Einleitung Unsere Individualität solidarisch leben


»Jeder Mensch ist einzigartig. Seine Individualität zu leben macht den Sinn des Lebens aus«

»Entwickle dich zu dem einmaligen, unverwechselbaren, unaustauschbaren Menschen, der in dir angelegt ist.«

 

Pindar, 518442 vor Christus

Ich liebe es, Menschen jeden Alters zu beobachten, beispielsweise im Sommer auf dem Münsterplatz in der Zürcher Altstadt. Da herrscht ein ständiges Gewusel von flanierenden Touristen, eiligen Geschäftsleuten, Einheimischen, die Neuigkeiten austauschen, und spielenden Kindern. Mich fasziniert die Vielfalt der Gesichter und Gestalten, die unterschiedliche Art, wie Kinder, junge und ältere Erwachsene miteinander umgehen. Wie mannigfaltig ist doch ihre Körpersprache, etwa wenn die Großen einander begrüßen und die Kleinen hintereinander herjagen. Und wie verschieden ist das Interesse bei den Touristen an der altehrwürdigen Fraumünster-Kirche und den Auslagen der Geschäfte. Es wird mir nie langweilig zuzuschauen. Ich kann mir sicher sein, dass niemals zwei Menschen über den Platz gehen, die sich in Gestalt und Verhalten vollkommen gleichen. Denn ich weiß, dass jeder der fast acht Milliarden Menschen, die gegenwärtig auf der Erde leben, ein einzigartiges Wesen ist. Und diese Vielfalt ist keinesfalls außergewöhnlich; Pflanzen und Tiere sind innerhalb der eigenen Art genauso vielfältig. Was uns Menschen jedoch besonders und mich erst zum Beobachter macht: Nur wir sind uns – dank unserer hochentwickelten geistigen Fähigkeiten – der eigenen Individualität und der Vielfalt unter den Menschen bewusst.

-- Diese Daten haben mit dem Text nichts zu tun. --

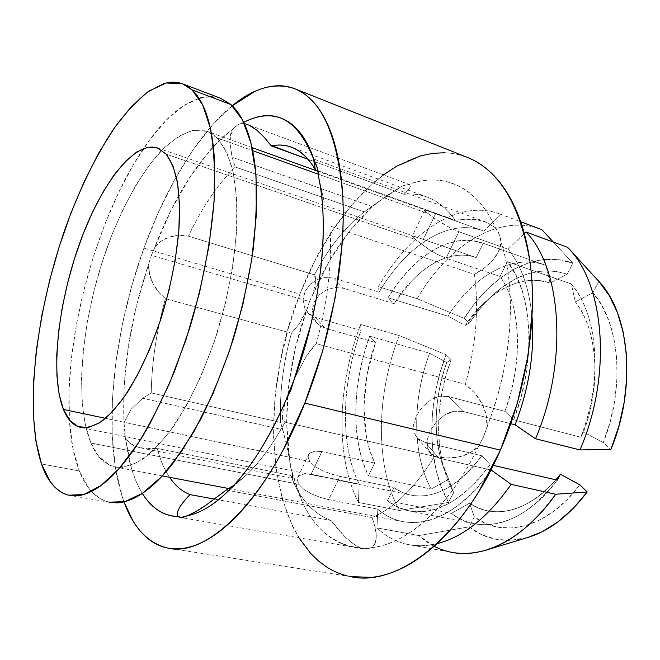 <?xml version="1.0" encoding="UTF-8"?>
<svg xmlns="http://www.w3.org/2000/svg" width="660" height="660" viewBox="0 0 660 660"><rect width="100%" height="100%" fill="white"/><g stroke="black" fill="none" stroke-linecap="round" stroke-linejoin="round"><path stroke-width="0.49" stroke-dasharray="3.3 2.47" d="M309.433 301.554L306.826 309.639L298.823 324.415L291.439 333.217L165.404 298.683C159.802 293.947 155.686 288.948 153.046 283.668C149.721 276.986 148.252 270.443 148.657 264.066L151.371 255.304L309.433 301.554L329.695 260.452L349.726 230.868L372.372 206.803L377.503 202.488L387.932 194.898L402.336 186.112L407.707 184.767C416.171 181.574 424.578 179.982 432.919 179.974C441.268 179.974 449.295 181.723 457.025 185.212C464.747 188.719 471.883 194.032 478.442 201.16C484.993 208.304 490.677 217.181 495.495 227.782L499.117 234.118L501.097 242.385C504.991 254.38 507.68 267.688 509.173 282.307C510.65 296.95 510.807 312.403 509.635 328.672C508.447 344.957 505.939 361.416 502.12 378.064L497.558 395.711L492.088 413.011L483.541 437.011L478.516 446.259C471.446 461.092 463.617 474.614 455.02 486.816C446.424 498.985 437.415 509.446 428.01 518.199C418.613 526.919 409.167 533.742 399.671 538.659C390.192 543.559 380.977 546.546 372.034 547.618L366.217 549.128L360.739 548.006C352.201 547.478 344.264 545.259 336.922 541.365C329.587 537.455 323.004 532.117 317.155 525.352C311.314 518.578 306.298 510.667 302.099 501.6L292.066 471.851L292.627 478.434L290.788 475.472L157.212 448.437L140.786 447.901L138.319 447.274C132.058 445.318 127.735 442.159 125.35 437.786L124.03 422.656L131.051 409.266L142.651 398.252L282.81 429.718L286.184 443.124L292.066 471.851L290.103 465.325L286.58 422.21L288.758 384.813L295.614 346.83L309.433 301.554L151.371 255.304L171.055 210.21L189.832 177.243L210.507 149.82C217.66 141.735 224.936 134.97 232.337 129.525L237.253 125.26L243.721 122.372L241.907 123.354L244.291 123.585L241.907 123.354C238.895 123.841 235.702 125.903 232.337 129.525L229.861 142.09C229.87 136.876 230.695 132.685 232.337 129.525C201.547 153.986 175.7 193.207 154.786 247.186C158.466 242.352 163.589 238.92 170.156 236.874C175.345 235.273 181.442 235.034 188.455 236.156C202.125 207.207 217.75 184.165 235.339 167.029L232.089 157.286L371.704 206.44L364.254 211.876L235.339 167.029L364.254 211.876C345.089 226.999 328.465 247.987 314.383 274.816L188.455 236.156L314.383 274.816L315.843 281.16L312.931 294.146L309.433 301.554M383.411 174.9L373.568 182.787L351.788 204.864L331.988 231.388L314.589 261.434L299.904 294.146L143.921 248.135C165.652 188.009 197.563 134.161 232.246 105.781L213.089 124.245L193.281 149.506L174.916 179.223L158.359 212.404L143.921 248.135L131.876 285.541L122.463 323.796L115.896 362.051L112.398 399.432L112.167 435.031L115.393 467.824L122.215 496.691L124.014 501.864C101.409 439.849 112.018 335.89 143.921 248.135L299.904 294.146C253.671 406.75 267.597 558.847 350.567 576.617L167.434 548.006M404.044 194.312L308.212 159.365L404.044 194.312C407.616 190.946 409.703 188.488 410.305 186.929L409.893 184.726L407.707 184.767C404.176 184.932 400.554 186.565 396.817 189.667L371.704 206.44L232.089 157.286L229.861 142.09L232.089 157.286L235.339 167.029C217.75 184.165 202.125 207.207 188.455 236.156L179.223 235.463L170.156 236.874L161.766 240.718L154.786 247.186L151.371 255.304L148.657 264.066L149.548 274.222L153.046 283.668L158.515 291.877L165.404 298.683L291.439 333.217C283.024 363.66 279.427 393.393 280.632 422.408L151.239 392.914C151.759 362.447 156.478 331.039 165.404 298.683C156.478 331.039 151.759 362.447 151.239 392.914L280.632 422.408L282.81 429.718L142.651 398.252L151.239 392.914L142.651 398.252L131.051 409.266L124.03 422.656L124.162 385.06L128.518 345.114L136.801 304.301L148.657 264.066C130.069 319.258 121.861 372.124 124.03 422.656L124.162 430.897L125.35 437.786L130.68 443.66L138.319 447.274L147.378 448.751L157.212 448.437L290.788 475.472C299.524 498.622 312.947 513.629 331.048 520.484L214.516 499.108L331.048 520.484L345.188 537.017C350.897 542.512 356.078 546.175 360.739 548.006L363.421 548.889L372.034 547.618C374.88 545.523 376.291 541.489 376.266 535.524C376.233 530.797 374.83 524.832 372.067 517.613C394.3 507.936 415.148 487.526 434.61 456.39L285.029 422.21C268.645 451.844 251.567 472.898 233.788 485.364L247.549 473.855C260.667 461.101 273.158 443.883 285.029 422.21L434.61 456.39C443.429 458.263 451.234 458.494 458.032 457.091C466.645 455.301 473.476 451.688 478.516 446.259L483.541 437.011L487.072 426.558C487.707 418.902 485.842 410.965 481.47 402.757C478.005 396.289 472.651 390.134 465.399 384.31C476.108 344.734 479.102 308.08 474.375 274.329L329.851 225.992C332.409 261.624 327.88 300.861 316.264 343.72L465.399 384.31L316.264 343.72L306.215 356.425L294.707 378.106L306.215 356.425L311.503 348.901L316.264 343.72C327.88 300.861 332.409 261.624 329.851 225.992L474.375 274.329C482.262 269.989 488.317 265.353 492.541 260.411C497.871 254.149 500.717 248.143 501.097 242.385C500.321 236.23 498.448 231.363 495.495 227.782L485.859 222.024L477.469 219.928C471.215 218.914 463.782 219.013 455.161 220.225C447.059 208.642 437.63 200.896 426.871 196.993C419.537 194.353 411.931 193.462 404.044 194.312C423.992 192.126 441.037 200.764 455.161 220.225L317.988 170.758L455.161 220.225L466.471 219.252L477.469 219.928L487.476 222.659L495.495 227.782C476.281 185.014 441.342 171.79 407.707 184.767L410.289 184.957L410.305 186.929L408.086 190.187L404.044 194.312M226.256 490.066L372.067 517.613L226.256 490.066M169.603 477.312C164.348 469.441 160.223 459.814 157.212 448.437C160.223 459.814 164.348 469.441 169.603 477.312M142.337 493.408C138.055 486.502 134.516 478.426 131.703 469.169L125.35 437.786C128.007 460.531 133.667 479.069 142.337 493.408M445.046 152.74L456.233 154.069L467.107 157.286C405.652 133.972 333.869 204.872 299.904 294.146L288.222 328.68L279.79 364.221L274.808 399.943L273.479 435.006L275.962 468.509L282.381 499.471L292.817 526.845L298.881 537.809M347.176 575.875L350.551 576.617M282.356 416.493C282.249 419.719 283.14 421.624 285.029 422.21L283.024 420.536L282.356 416.493L283.288 409.72L285.986 400.1C283.726 406.915 282.521 412.376 282.356 416.493M324.291 202.257L318.664 177.177L324.291 202.257M485.859 222.024L313.508 158.977L314.688 161.807M256.798 130.16C261.17 133.675 265.864 138.74 270.88 145.357M247.97 124.682L251.633 126.514M486.016 414.274L487.072 426.558C512.218 363.932 517.044 289.748 501.097 242.385L498.481 251.641L492.541 260.411L484.242 268.059L474.375 274.329C479.102 308.08 476.108 344.734 465.399 384.31L474.334 392.683L481.47 402.757L486.016 414.274M364.254 211.876L384.318 197.563L396.817 189.667L378.568 201.638C351.673 223.674 329.794 254.512 312.931 294.146L315.843 281.16L315.612 277.192L314.383 274.816C328.16 248.556 344.404 227.873 363.099 212.776L364.254 211.876M302.816 317.683L306.826 309.639C288.635 360.558 282.802 409.868 289.319 457.578L286.184 443.124L280.632 422.408C279.427 393.393 283.024 363.66 291.439 333.217L298.823 324.415L302.816 317.683M292.76 476.429L292.066 471.851L298.031 491.857C310.621 525.929 331.526 544.648 360.739 548.006L352.993 543.625L345.188 537.017L337.813 529.097L331.048 520.484C312.947 513.629 299.524 498.622 290.788 475.472L292.76 478.335L292.76 476.429M375.342 542.735L372.034 547.618C407.509 543.947 450.343 506.088 478.516 446.259L469.136 453.305L458.032 457.091L446.308 457.949L434.61 456.39C415.148 487.526 394.3 507.936 372.067 517.613L375.061 526.911L376.266 535.524L375.342 542.735M313.599 159.06L315.373 169.818M189.973 494.604L183.876 501.435L179.438 507.804L177.26 513.117L177.994 516.574M220.613 98.257C195.929 92.153 170.247 108.908 143.558 148.525C96.698 217.61 64.168 336.641 69.391 419.95C70.587 439.882 73.887 456.885 79.299 470.951L41.489 463.955L79.299 470.951L88.811 488.359L92.087 492.203L100.312 498.787L108.908 502.169M434.123 546.257L418.778 535.582L376.951 527.885L377.834 509.157L328.68 499.62L339.983 476.371L331.361 474.086L322.435 470.662L314.771 466.348L309.688 461.505L308.038 456.794L308.624 454.624L309.928 453.073L314.845 451.151L321.915 451.588L311.091 474.243L304.037 473.872L299.128 475.802L297.833 477.353L297.231 479.548L298.832 484.333L303.79 489.316L311.314 493.812L320.116 497.351L328.68 499.62L339.983 476.371L393.946 487.542L387.37 500.618L398.071 507.342L409.959 511.112L422.812 511.706L436.334 508.951L450.211 502.78L464.062 493.218L477.493 480.406L490.108 464.615L481.775 455.738L490.108 464.615L493.284 465.349L490.108 464.615C462.8 500.808 435.41 516.169 407.938 510.708C400.405 508.984 393.55 505.618 387.37 500.618L393.946 487.542C399.869 491.873 406.411 494.555 413.581 495.577C420.758 496.592 428.274 495.776 436.128 493.135C443.998 490.462 451.836 485.966 459.649 479.638C467.462 473.278 474.837 465.316 481.775 455.738L425.271 442.464L439.057 458.156L490.941 469.994L439.057 458.156L431.821 454.666L427.688 448.379L427.144 440.047L430.188 430.757L436.31 421.913L444.601 415.008L453.898 411.262L462.94 411.411L448.478 396.511L504.958 411.361L513.661 419.818L580.726 437.217L583.481 432.011L603.273 442.621C625.523 387.841 619.682 322.558 592.952 292.718L575.363 301.942L571.296 283.932C589.042 305.795 596.813 336.765 594.602 376.843C593.002 397.444 588.373 417.574 580.726 437.217L583.498 432.019C589.545 415.701 593.233 399.061 594.553 382.082C596.491 348.191 590.089 321.478 575.347 301.933C597.333 329.002 601.755 384.508 583.481 432.011C601.771 384.516 597.358 329.01 575.363 301.942L575.347 301.933C597.358 329.01 601.771 384.516 583.498 432.019L603.273 442.621L610.888 449.419L603.273 442.621L610.195 421.798L614.807 400.356L616.985 378.931L616.688 358.182L613.965 338.695L608.949 321.007L601.862 305.563L592.952 292.718L575.363 301.942L571.296 283.932L507.441 261.715L500.032 276.466L507.441 261.715L515.782 274.939L522.299 290.994L526.738 309.515L528.899 330.041L528.66 352.003L525.995 374.748L520.946 397.584L513.661 419.818L580.726 437.217C603.455 380.985 597.96 314.094 571.296 283.932L507.441 261.715C532.686 292.141 536.794 361.21 513.661 419.818L504.958 411.361L510.873 392.486L514.965 373.172C517.077 360.162 517.877 347.572 517.366 335.404C516.846 323.251 515.089 312.147 512.094 302.09C509.091 292.058 505.065 283.519 500.032 276.466L446.044 258.217L437.531 254.504L428.802 249.364L415.346 239.489L412.5 236.791L412.945 236.115L416.699 237.154L475.926 257.507C448.767 247.962 416.039 268.488 394.094 303.691L343.48 288.272L335.362 287.479L326.857 289.682L319.399 294.69L314.267 301.876L312.337 310.142L313.805 318.145L318.285 324.547L324.976 328.243L375.548 342.474C360.814 384.12 359.857 431.97 374.674 463.081L321.915 451.588L314.845 451.151L309.928 453.073L308.038 456.794L309.688 461.505L105.55 418.341L309.688 461.505L314.771 466.348L322.435 470.662L331.361 474.086L339.983 476.371L393.946 487.542L401.585 492.055L409.893 494.901C433.884 499.802 457.842 486.75 481.775 455.738L425.271 442.464L418.151 438.999L414.1 432.853L413.572 424.702L416.542 415.577L422.491 406.865L430.534 400.042L439.601 396.338L448.478 396.511L504.958 411.361C523.652 361.531 520.591 303.905 500.032 276.466L446.044 258.217L458.914 231.742L508.109 249.208L524.304 233.558L508.109 249.208C521.342 265.337 529.337 288.156 532.1 317.658C529.337 288.156 521.342 265.337 508.109 249.208L458.914 231.742L450.351 227.989L441.482 222.964L427.73 213.469L318.475 174.248L427.73 213.469L424.801 210.886L425.213 210.268L428.975 211.365L482.691 230.67C447.703 217.982 405.867 246.296 379.153 292.124L333.589 278.075L325.611 277.283L317.287 279.493L310.01 284.476L305.011 291.572L303.105 299.698L304.532 307.535L308.921 313.805L315.505 317.46L361.028 330.454C341.401 383.023 339.62 444.708 359.139 484.102L311.091 474.243L304.037 473.872L299.128 475.802L297.231 479.548L298.832 484.333L90.865 443C73.45 400.48 82.005 316.957 107.498 246.436C122.331 206.39 141.776 171.427 162.467 149.539C172.862 139.804 183.043 133.427 193.025 130.416L207.009 131.332L217.115 137.874L252.656 150.629L217.115 137.874C223.724 145.612 228.995 156.651 232.947 171.006C235.983 187.143 237.27 205.846 236.808 227.123C234.671 261.195 228.038 296.719 216.909 333.696C205.128 369.377 190.179 401.263 174.091 425.601C163.267 440.335 152.642 451.663 142.197 459.566C132.082 465.415 122.776 467.833 114.279 466.81C104.247 464.178 96.442 456.241 90.865 443L298.832 484.333L303.79 489.316L311.314 493.812L320.116 497.351L328.68 499.62L377.834 509.157C384.945 515.328 392.931 519.412 401.816 521.408C431.129 527.191 460.507 510.683 489.951 471.908C453.849 523.537 405.892 534.971 377.834 509.157L376.951 527.885L418.778 535.582L469.07 526.853L474.326 516.92L485.669 523.471L498.151 527.233L511.516 528.008L525.467 525.649L539.674 520.063L553.748 511.302L567.286 499.48L579.892 484.853L573.326 492.97C541.472 529.972 500.684 537.108 474.326 516.92L469.07 526.853C485.76 539.962 505.362 543.485 527.876 537.438L510.337 540.391L495.412 539.203L481.569 534.592L469.07 526.853L418.778 535.582C428.101 544.03 438.752 549.541 450.731 552.123L407.863 544.483C396.214 541.951 385.91 536.415 376.951 527.885C393.343 543.527 413.341 548.798 436.961 543.683C426.748 546.142 417.046 546.406 407.863 544.483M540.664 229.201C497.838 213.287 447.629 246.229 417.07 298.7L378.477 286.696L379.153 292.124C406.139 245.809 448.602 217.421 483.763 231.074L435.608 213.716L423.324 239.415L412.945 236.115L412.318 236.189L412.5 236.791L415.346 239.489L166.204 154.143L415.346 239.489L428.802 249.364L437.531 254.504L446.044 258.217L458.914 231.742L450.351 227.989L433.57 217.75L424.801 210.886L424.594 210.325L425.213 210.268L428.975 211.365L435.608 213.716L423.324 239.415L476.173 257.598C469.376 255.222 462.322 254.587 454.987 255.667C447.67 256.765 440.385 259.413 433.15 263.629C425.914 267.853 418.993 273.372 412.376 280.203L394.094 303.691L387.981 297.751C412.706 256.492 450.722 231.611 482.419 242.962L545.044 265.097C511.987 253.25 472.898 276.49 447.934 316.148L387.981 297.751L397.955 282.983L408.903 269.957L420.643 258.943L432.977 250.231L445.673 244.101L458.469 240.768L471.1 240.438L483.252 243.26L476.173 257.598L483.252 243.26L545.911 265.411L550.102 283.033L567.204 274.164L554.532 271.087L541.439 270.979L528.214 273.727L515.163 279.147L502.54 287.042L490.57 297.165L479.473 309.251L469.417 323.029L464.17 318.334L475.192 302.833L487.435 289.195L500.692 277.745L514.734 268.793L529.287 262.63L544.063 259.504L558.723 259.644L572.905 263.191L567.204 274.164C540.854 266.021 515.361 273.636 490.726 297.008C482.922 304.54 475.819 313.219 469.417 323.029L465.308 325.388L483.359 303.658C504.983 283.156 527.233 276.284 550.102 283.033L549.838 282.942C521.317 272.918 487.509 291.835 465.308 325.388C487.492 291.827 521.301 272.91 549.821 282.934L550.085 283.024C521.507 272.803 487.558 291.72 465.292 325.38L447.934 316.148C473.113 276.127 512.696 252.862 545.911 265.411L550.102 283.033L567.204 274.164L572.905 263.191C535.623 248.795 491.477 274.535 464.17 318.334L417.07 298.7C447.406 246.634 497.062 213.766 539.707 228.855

Bereits im Alter von zwei Jahren beginnen wir, uns als eigenständiges Wesen zu begreifen. In den folgenden Jahren werden wir fähig, uns in die Emotionen, Gedanken und Handlungsweisen anderer Menschen einzufühlen und hineinzudenken. Dabei machen wir die Erfahrung: Jeder Mensch hat seine individuellen Eigenschaften, Begabungen und Vorstellungen. Spätestens im frühen Schulalter fangen wir an, uns mit anderen Menschen zu vergleichen, und bleiben ein Leben lang bei diesem Verhalten. Als Erwachsene messen wir uns mit unseren Mitmenschen, etwa bezüglich Aussehen, beruflicher und sozialer Stellung oder Leistung und Einkommen. Wir freuen uns an unseren Stärken und leiden an unseren Schwächen. Wir fragen uns, wie wir von den anderen Menschen wahrgenommen werden. Und wir werden immer wieder aufs Neue auf uns selbst zurückgeworfen: Was müssen wir an uns als »gegeben« akzeptieren, und was können wir verändern, wenn wir uns noch etwas mehr anstrengen? Mit den Jahren müssen wir dann einsehen: Es gibt keinen Königsweg, der uns aufzuzeigen vermag, wie wir das Leben am besten bewältigen können, obwohl uns unzählige Ratgeber genau das vollmundig versprechen. So kann auch dieses Buch keinen »Königsweg« anbieten. Es versucht vielmehr, die Individualität des Menschen und sein vielfältiges Bemühen, in dieser Welt zu bestehen, dem Leser und der Leserin näherzubringen. Denn wir tun uns immer noch schwer mit der Individualität. Wir denken und handeln, als ob wir alle gleich wären, alle die gleichen Bedürfnisse hätten und alle das Gleiche leisten könnten. Dem ist aber ganz und gar nicht so. Sein Wesen in Übereinstimmung mit der Umwelt zu leben, dafür gibt es keine allgemeingültigen Regeln. Es ist eine Herausforderung, die jeder Mensch nur auf seine Weise bewältigen kann.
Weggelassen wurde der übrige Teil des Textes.